***** THE INPUT *****

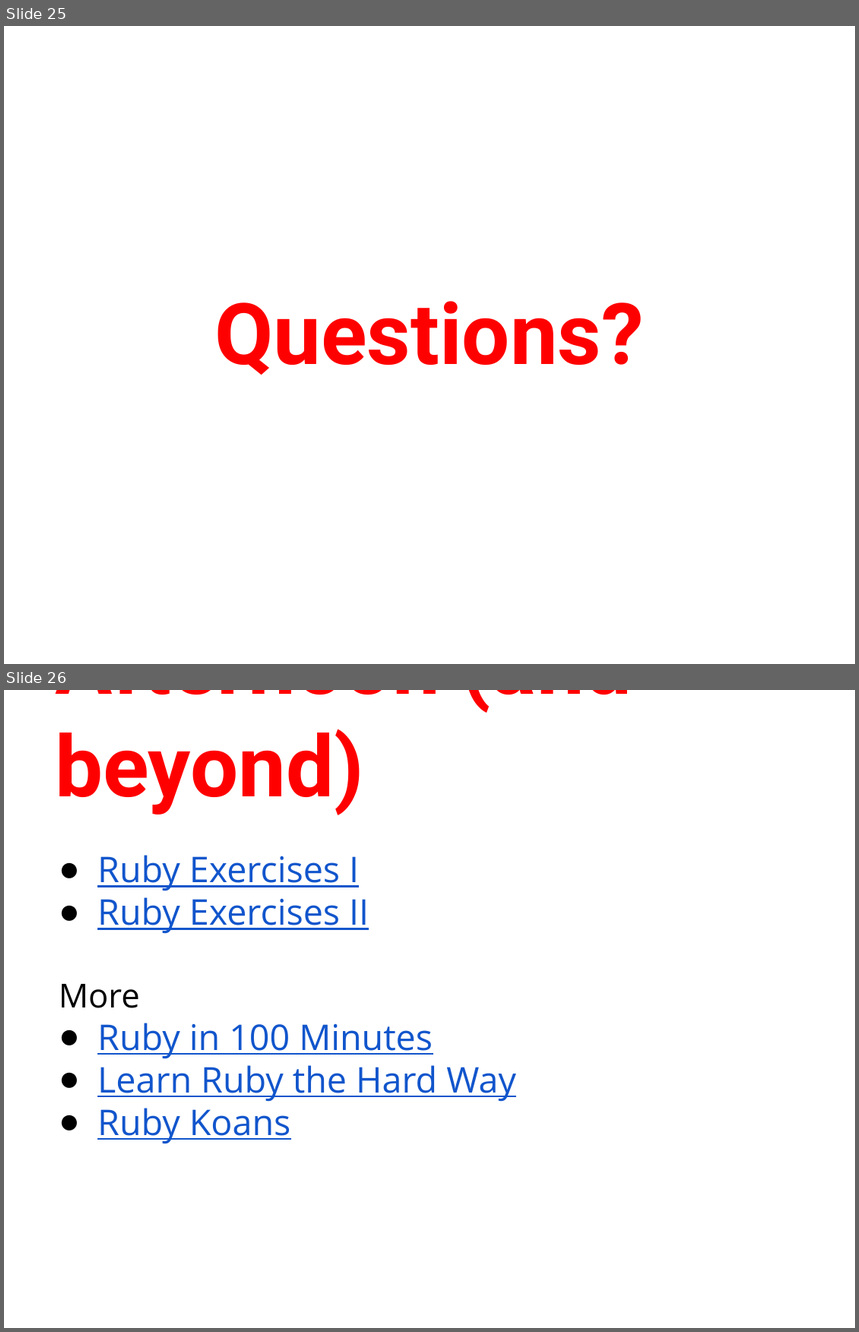
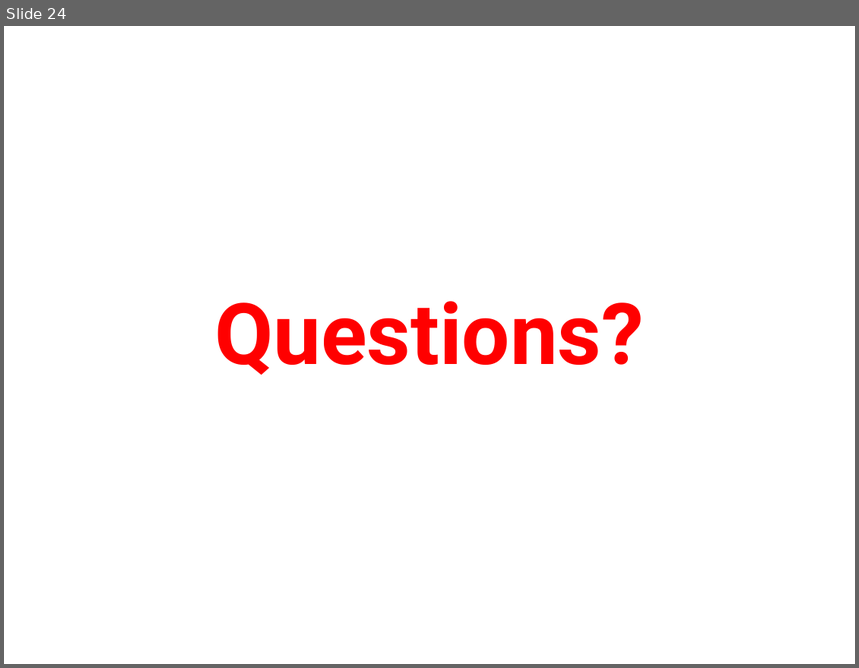
Before and after one commit to humanitiesprogramming/slides, a slide deck: HILT - Programming Concepts III.pptx. Shown one above the other, each under a label of ours: slides 25 and 26 before the commit, slide 24 after it. The pictures are 859x1332 and 859x668 pixels, drawn with LibreOffice and Linux fonts; fonts in the diff are those of the drawing. Boxes give left, top, right and bottom in pixels: in the first picture for what was removed or moved away, otherwise in the second. Text is boxed around its words. In the diff, an @@ line names an element or a change of style, - is before the commit and + after.

```diff
--- a/HILT - Programming Concepts III.pptx
+++ b/HILT - Programming Concepts III.pptx
@@ slide 26 removed at (x1=4, y1=690, x2=855, y2=1328), background #FFFFFF @@
@@ title removed at (x1=55, y1=690, x2=633, y2=815) @@
-Afternoon (and beyond)
@@ text removed at (x1=59, y1=855, x2=516, y2=1144) @@
-● Ruby Exercises I
-● Ruby Exercises II
-More
-● Ruby in 100 Minutes
-● Learn Ruby the Hard Way
-● Ruby Koans
@@ what was slide 25 is now slide 24 @@
```
Also in this commit, not shown: 1 slide changed, 2 other slides removed, 5 other files.

*****

When a line of the data holds the string "Ruby", pick it out and copy it.

EXERCISE SOLUTION:
-● Ruby Exercises I
-● Ruby Exercises II
-● Ruby in 100 Minutes
-● Learn Ruby the Hard Way
-● Ruby Koans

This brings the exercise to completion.